Segment Start: Exercise material
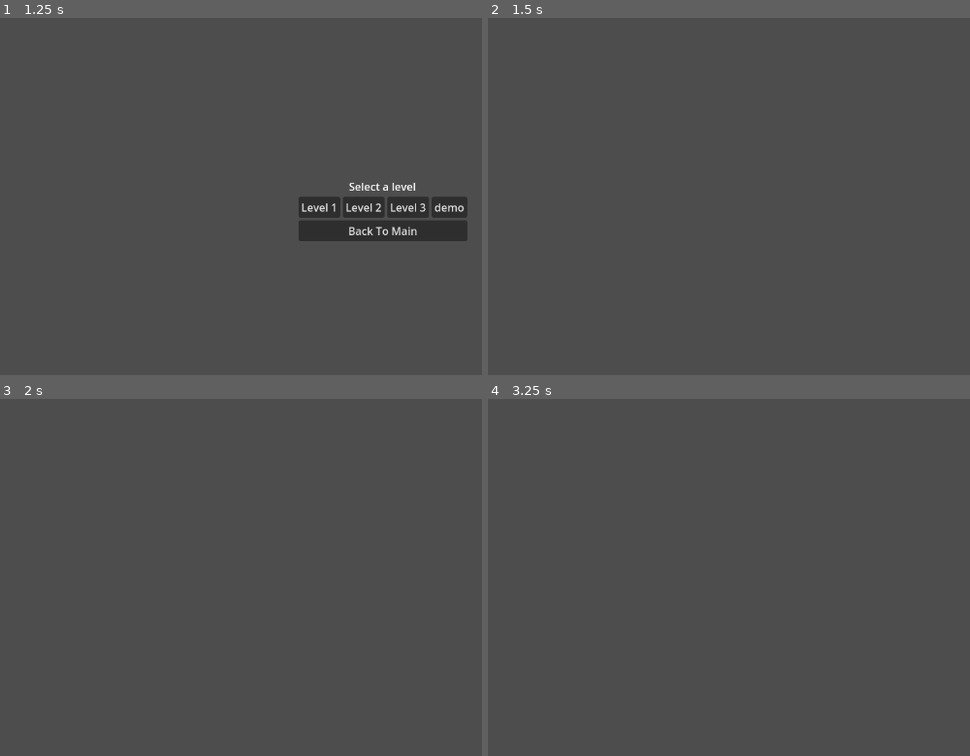
Above: before the commit, frames 1-4 (two rows, left to right).
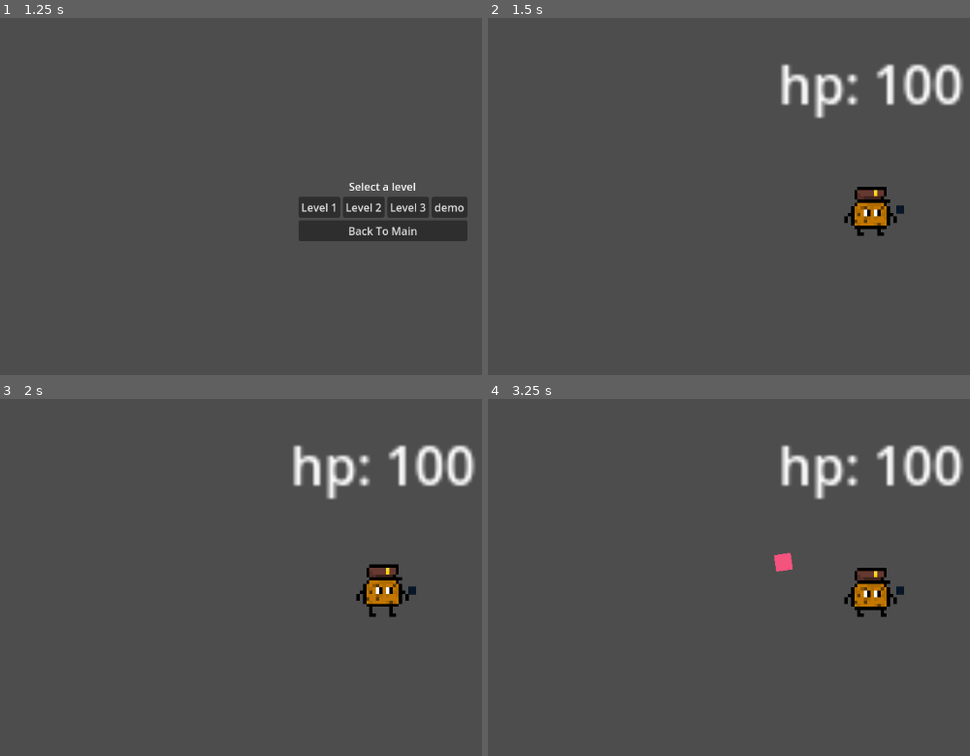
Above: after the commit, the same moments.

Repository: cyris115/Cookie-Kingdom
Game: Godot game, scene res://Scenes/UI/start_menu.tscn
Two runs of this game, one before a commit and one after it. Both use one fixed random seed, a clock stepped at 60 frames per second and the inputs below.
Inputs (mouse positions are in pixels of both pictures, inside the frame that each line leads up to):
- Up to frame 1 (1.25 s): click "Play Game" at 0.5 s
- Up to frame 2 (1.5 s): click "Level 2" at 1.25 s
- Up to frame 3 (2 s): no input
- Up to frame 4 (3.25 s): move the mouse to (outside the picture) at 2.02 s; hold D (right) 2.03-2.78 s; hold Shift (run) 2.03-2.78 s; move the mouse to (714, 613) at 2.77 s; hold S (down) from 2.78 s (still down); click (714, 613) at 2.85 s

Frame 1 is identical in both runs. In frame 2, 3.3% of the frame differs, in the area x 60-99%, y 12-62%; in frame 3, 3.4%; in frame 4, 3.5%, in the area x 59-99%, y 12-62%.

Commit message:
created level 2

Diff:
--- /dev/null
+++ b/Scenes/AssetScenes/game_manager.tscn
@@ -0,0 +1,6 @@
+[gd_scene load_steps=2 format=3 uid="uid://bu7ihgo18wf34"]
+
+[ext_resource type="Script" uid="uid://ch6as7d1ar1uc" path="res://Scripts/game_manager.gd" id="1_t4lmn"]
+
+[node name="GameManager" type="Node2D"]
+script = ExtResource("1_t4lmn")
--- a/Scenes/StoryLevels/level_1.tscn
+++ b/Scenes/StoryLevels/level_1.tscn
@@ -2,8 +2,8 @@
 
 [ext_resource type="PackedScene" uid="uid://ekqwt5fvn4wb" path="res://Scenes/UI/pause_menu.tscn" id="1_18hsn"]
 [ext_resource type="PackedScene" uid="uid://beatnjh15vfqp" path="res://Scenes/AssetScenes/Player.tscn" id="2_xvake"]
-[ext_resource type="Script" uid="uid://ch6as7d1ar1uc" path="res://Scenes/StoryLevels/game_manager.gd" id="3_lpic4"]
 [ext_resource type="PackedScene" uid="uid://cfh5cumsbc4np" path="res://Scenes/AssetScenes/BadguySpawner.tscn" id="4_hmqbi"]
+[ext_resource type="PackedScene" uid="uid://bu7ihgo18wf34" path="res://Scenes/AssetScenes/game_manager.tscn" id="4_mqumy"]
 
 [node name="level_1" type="Node2D"]
 
@@ -19,9 +19,6 @@
 
 [node name="CharacterBody2D" parent="." instance=ExtResource("2_xvake")]
 
-[node name="GameManager" type="Node2D" parent="."]
-script = ExtResource("3_lpic4")
-
 [node name="BadguySpawner" parent="." instance=ExtResource("4_hmqbi")]
 position = Vector2(-354, -190)
 
@@ -34,11 +31,13 @@
 [node name="BadguySpawner4" parent="." instance=ExtResource("4_hmqbi")]
 position = Vector2(469, -191)
 
+[node name="GameManager" parent="." instance=ExtResource("4_mqumy")]
+
+[connection signal="on_death" from="BadguySpawner" to="GameManager" method="_on_badguy_spawner_on_death"]
+[connection signal="on_death" from="BadguySpawner2" to="GameManager" method="_on_badguy_spawner_on_death"]
+[connection signal="on_death" from="BadguySpawner3" to="GameManager" method="_on_badguy_spawner_on_death"]
+[connection signal="on_death" from="BadguySpawner4" to="GameManager" method="_on_badguy_spawner_on_death"]
 [connection signal="wave_increase" from="GameManager" to="BadguySpawner" method="_on_game_manager_wave_increase"]
 [connection signal="wave_increase" from="GameManager" to="BadguySpawner2" method="_on_game_manager_wave_increase"]
 [connection signal="wave_increase" from="GameManager" to="BadguySpawner3" method="_on_game_manager_wave_increase"]
 [connection signal="wave_increase" from="GameManager" to="BadguySpawner4" method="_on_game_manager_wave_increase"]
-[connection signal="on_death" from="BadguySpawner" to="GameManager" method="_on_badguy_spawner_on_death"]
-[connection signal="on_death" from="BadguySpawner2" to="GameManager" method="_on_badguy_spawner_on_death"]
-[connection signal="on_death" from="BadguySpawner3" to="GameManager" method="_on_badguy_spawner_on_death"]
-[connection signal="on_death" from="BadguySpawner4" to="GameManager" method="_on_badguy_spawner_on_death"]
--- a/Scenes/StoryLevels/level_2.tscn
+++ b/Scenes/StoryLevels/level_2.tscn
@@ -1,6 +1,9 @@
-[gd_scene load_steps=2 format=3 uid="uid://c057004t8msup"]
+[gd_scene load_steps=5 format=3 uid="uid://c057004t8msup"]
 
 [ext_resource type="PackedScene" uid="uid://ekqwt5fvn4wb" path="res://Scenes/UI/pause_menu.tscn" id="1_odbmj"]
+[ext_resource type="PackedScene" uid="uid://beatnjh15vfqp" path="res://Scenes/AssetScenes/Player.tscn" id="2_5bw68"]
+[ext_resource type="PackedScene" uid="uid://cfh5cumsbc4np" path="res://Scenes/AssetScenes/BadguySpawner.tscn" id="3_e6fi3"]
+[ext_resource type="PackedScene" uid="uid://bu7ihgo18wf34" path="res://Scenes/AssetScenes/game_manager.tscn" id="3_sswqb"]
 
 [node name="level_2" type="Node2D"]
 
@@ -13,3 +16,38 @@
 anchor_top = 0.5
 anchor_right = 0.5
 anchor_bottom = 0.5
+
+[node name="CharacterBody2D" parent="." instance=ExtResource("2_5bw68")]
+
+[node name="GameManager" parent="." instance=ExtResource("3_sswqb")]
+
+[node name="BadguySpawner" parent="." instance=ExtResource("3_e6fi3")]
+position = Vector2(1016, 546)
+
+[node name="BadguySpawner2" parent="." instance=ExtResource("3_e6fi3")]
+position = Vector2(-676, -694)
+
+[node name="BadguySpawner3" parent="." instance=ExtResource("3_e6fi3")]
+position = Vector2(-622, -92)
+
+[node name="BadguySpawner4" parent="." instance=ExtResource("3_e6fi3")]
+position = Vector2(-575, 546)
+
+[node name="BadguySpawner5" parent="." instance=ExtResource("3_e6fi3")]
+position = Vector2(1079, -116)
+
+[node name="BadguySpawner6" parent="." instance=ExtResource("3_e6fi3")]
+position = Vector2(1051, -609)
+
+[connection signal="wave_increase" from="GameManager" to="BadguySpawner" method="_on_game_manager_wave_increase"]
+[connection signal="wave_increase" from="GameManager" to="BadguySpawner2" method="_on_game_manager_wave_increase"]
+[connection signal="wave_increase" from="GameManager" to="BadguySpawner3" method="_on_game_manager_wave_increase"]
+[connection signal="wave_increase" from="GameManager" to="BadguySpawner4" method="_on_game_manager_wave_increase"]
+[connection signal="wave_increase" from="GameManager" to="BadguySpawner5" method="_on_game_manager_wave_increase"]
+[connection signal="wave_increase" from="GameManager" to="BadguySpawner6" method="_on_game_manager_wave_increase"]
+[connection signal="on_death" from="BadguySpawner" to="GameManager" method="_on_badguy_spawner_on_death"]
+[connection signal="on_death" from="BadguySpawner2" to="GameManager" method="_on_badguy_spawner_on_death"]
+[connection signal="on_death" from="BadguySpawner3" to="GameManager" method="_on_badguy_spawner_on_death"]
+[connection signal="on_death" from="BadguySpawner4" to="GameManager" method="_on_badguy_spawner_on_death"]
+[connection signal="on_death" from="BadguySpawner5" to="GameManager" method="_on_badguy_spawner_on_death"]
+[connection signal="on_death" from="BadguySpawner6" to="GameManager" method="_on_badguy_spawner_on_death"]
--- a/Scenes/StoryLevels/game_manager.gd
+++ b/Scripts/game_manager.gd
@@ -2,6 +2,7 @@
 
 var kills := 0
 var wave := 1
+var level := 1
 signal wave_increase
 
 func _on_badguy_spawner_on_death() -> void:
@@ -15,4 +16,8 @@
 		wave_increase.emit()
 		kills = 0
 	elif wave == 3 and kills >= 20:
-		get_tree().change_scene_to_file("res://Scenes/StoryLevels/level_2.tscn")
+		level += 1
+		if level == 4:
+			get_tree().change_scene_to_file("res://Scenes/StoryLevels/test_scene.tscn") #Replace with credits or whatever
+		else:
+			get_tree().change_scene_to_file("res://Scenes/StoryLevels/level_" + str(level) + ".tscn")
Renamed: Scenes/StoryLevels/game_manager.gd.uid -> Scripts/game_manager.gd.uid
Segment End: Exercise material
For this exercise, copy each line of the data above exactly, from the first through the line containing "Game: Godot game, scene", and drop the pictures.

§ Solution to the exercise
Above: before the commit, frames 1-4 (two rows, left to right).
Above: after the commit, the same moments.

Repository: cyris115/Cookie-Kingdom
Game: Godot game, scene res://Scenes/UI/start_menu.tscn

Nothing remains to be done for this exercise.